Kind of how wifi has been around for 20 years.. And still people that for sure should understand that the Numbers they put on the box are not real bandwidth that you will see. But every day - all over the net hundreds if not 1000's of post.. Why am I not seeing 1300mbps - my router says it can do 1300mps right there on the box ;)
Its not like this information is not easy available. These people are not learners ;)
Think of it this way - its like your a 4th grade math teacher, and your students don't know that 2+2=4.. They should know this already ;)
I get it, not everyone here is in 4th grade, maybe they are just starting preschool when it comes to this stuff. But if you are to the point your running your own internal DNS, not just your soho router ;) I would of hoped you would of picked this information up by now.
I do not want/need DNS forwarding and Disable DNS Forwarder was what I needed to do.
That is not even on by default.. Had you turned it on? Out of the box pfsense is a resolver. Not a forwarder - for it to forward.. Takes effort by the user.. You either need to disable the resolver and enable the forwarder, or you need to set the resolver to forward.
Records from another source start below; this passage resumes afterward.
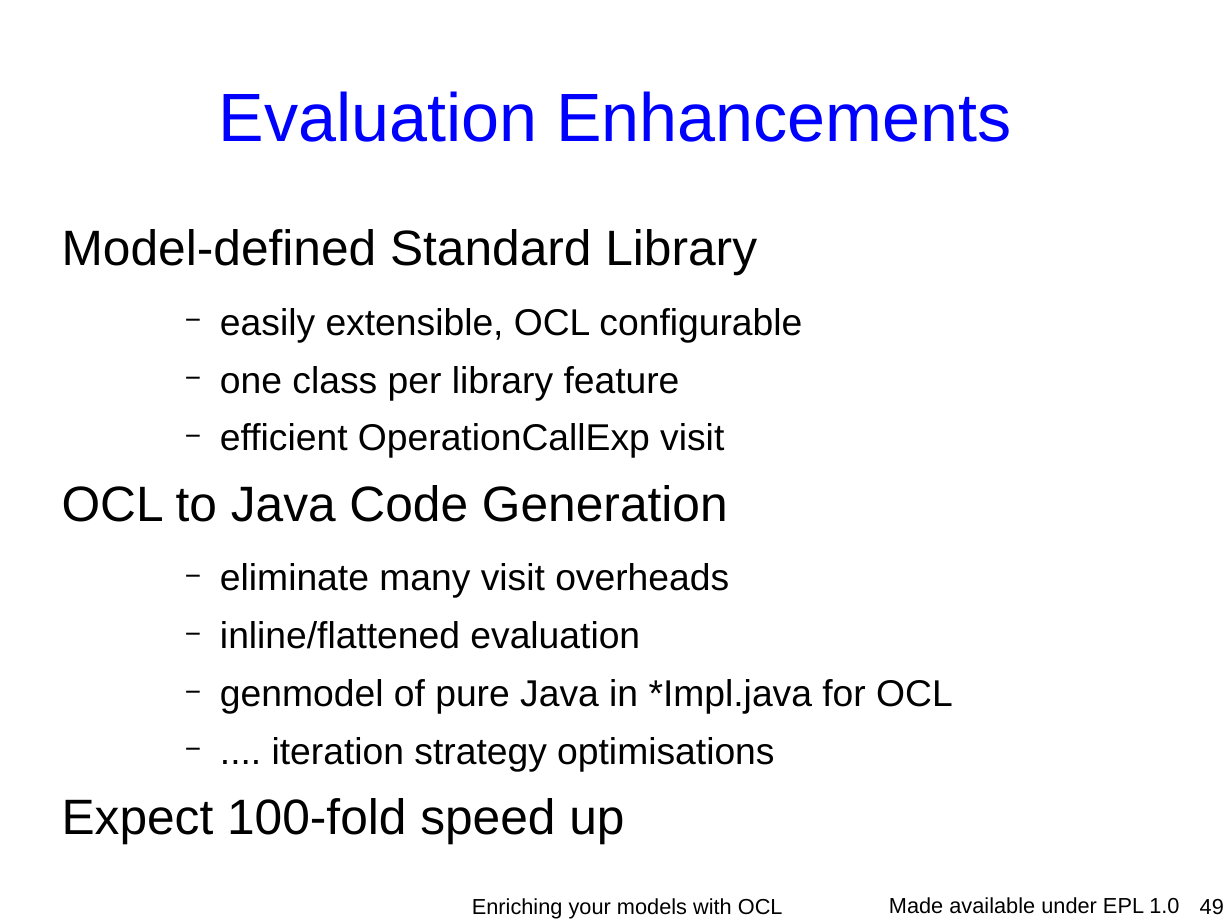
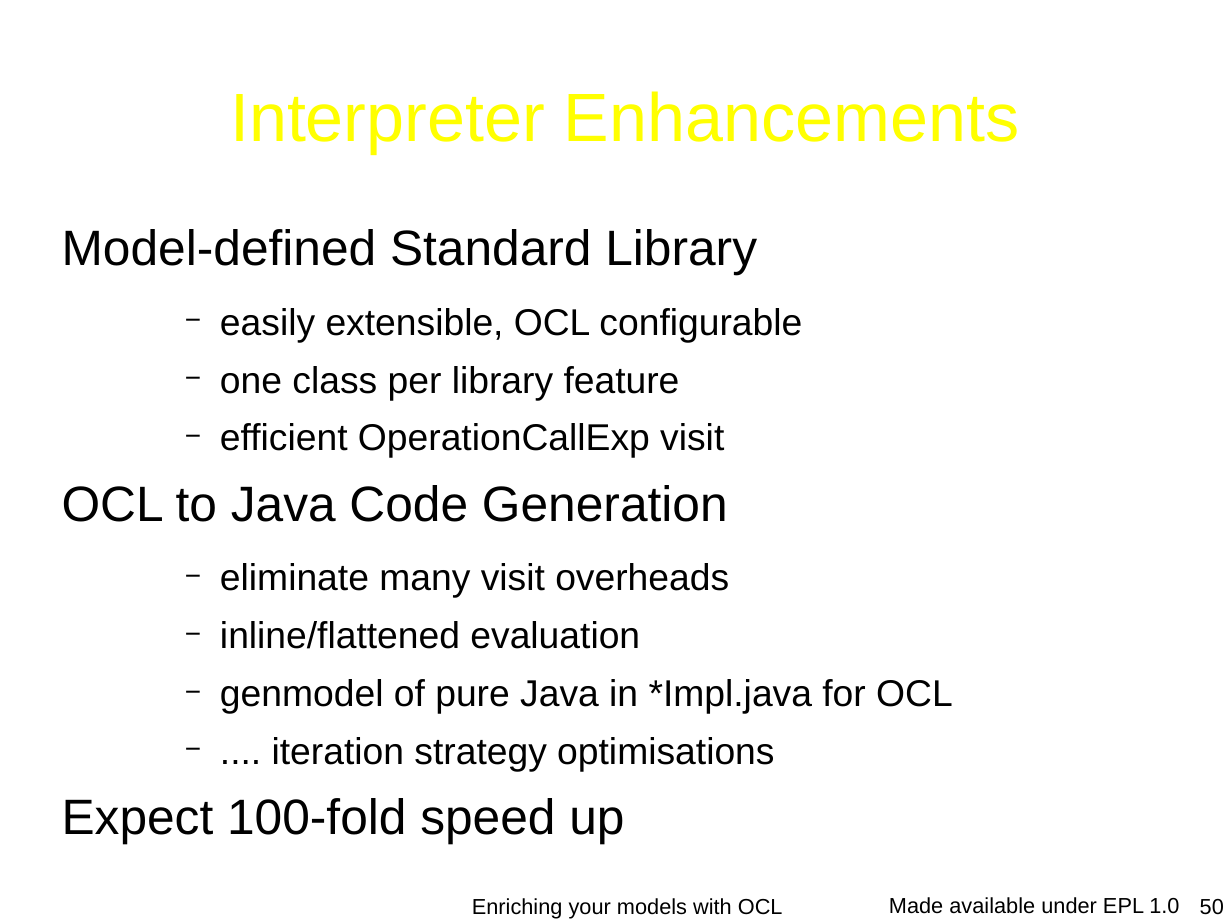
Before and after one commit to eclipse-ocl/ocl-website, a slide deck: slide 50 of ocl/docs/publications/ESE2010LongTalk/EnrichingWithOCL.odp (slide 49 before the commit). Drawn at 1232x924 pixels with LibreOffice and Linux fonts; fonts in the diff are those of the drawing; background and template pictures are left out. Boxes give left, top, right and bottom in pixels: in the first picture for what was removed or moved away, otherwise in the second. Text is boxed around its words. In the diff, an @@ line names an element or a change of style, - is before the commit and + after.

```diff
--- a/ocl/docs/publications/ESE2010LongTalk/EnrichingWithOCL.odp
+++ b/ocl/docs/publications/ESE2010LongTalk/EnrichingWithOCL.odp
@@ title at (230,91,1019,153): text changed; text colour #0000FF to #FFFF00 @@
-Evaluation Enhancements
+Interpreter Enhancements
@@ page number at (1200,899,1224,915): text changed @@
-49
+50
```
Also in this commit, not shown: 8 other slides changed, 2 slides added, 1 slide removed.

We do not always have the same skill levels at everything we do. Some things we know less about and know more about other things. That is the beauty of forums, after struggling to learn and try on your own, you hope that someone that does have the knowledge will step up and explain and not chastise.
I'm not saying you chastised me but that each step learned from using pfsense is one that gives me some extra knowledge to know how to look for the next problem.
Anyhow, in my case, I just want pfsense and all of the internal servers to use the local DNS servers. The firewall itself doesn't need to resolve or forward anything, it can use the locals as well. The problem was that is was adding 127.0.0.1 as the first nameserver for all of the DHCP hosts.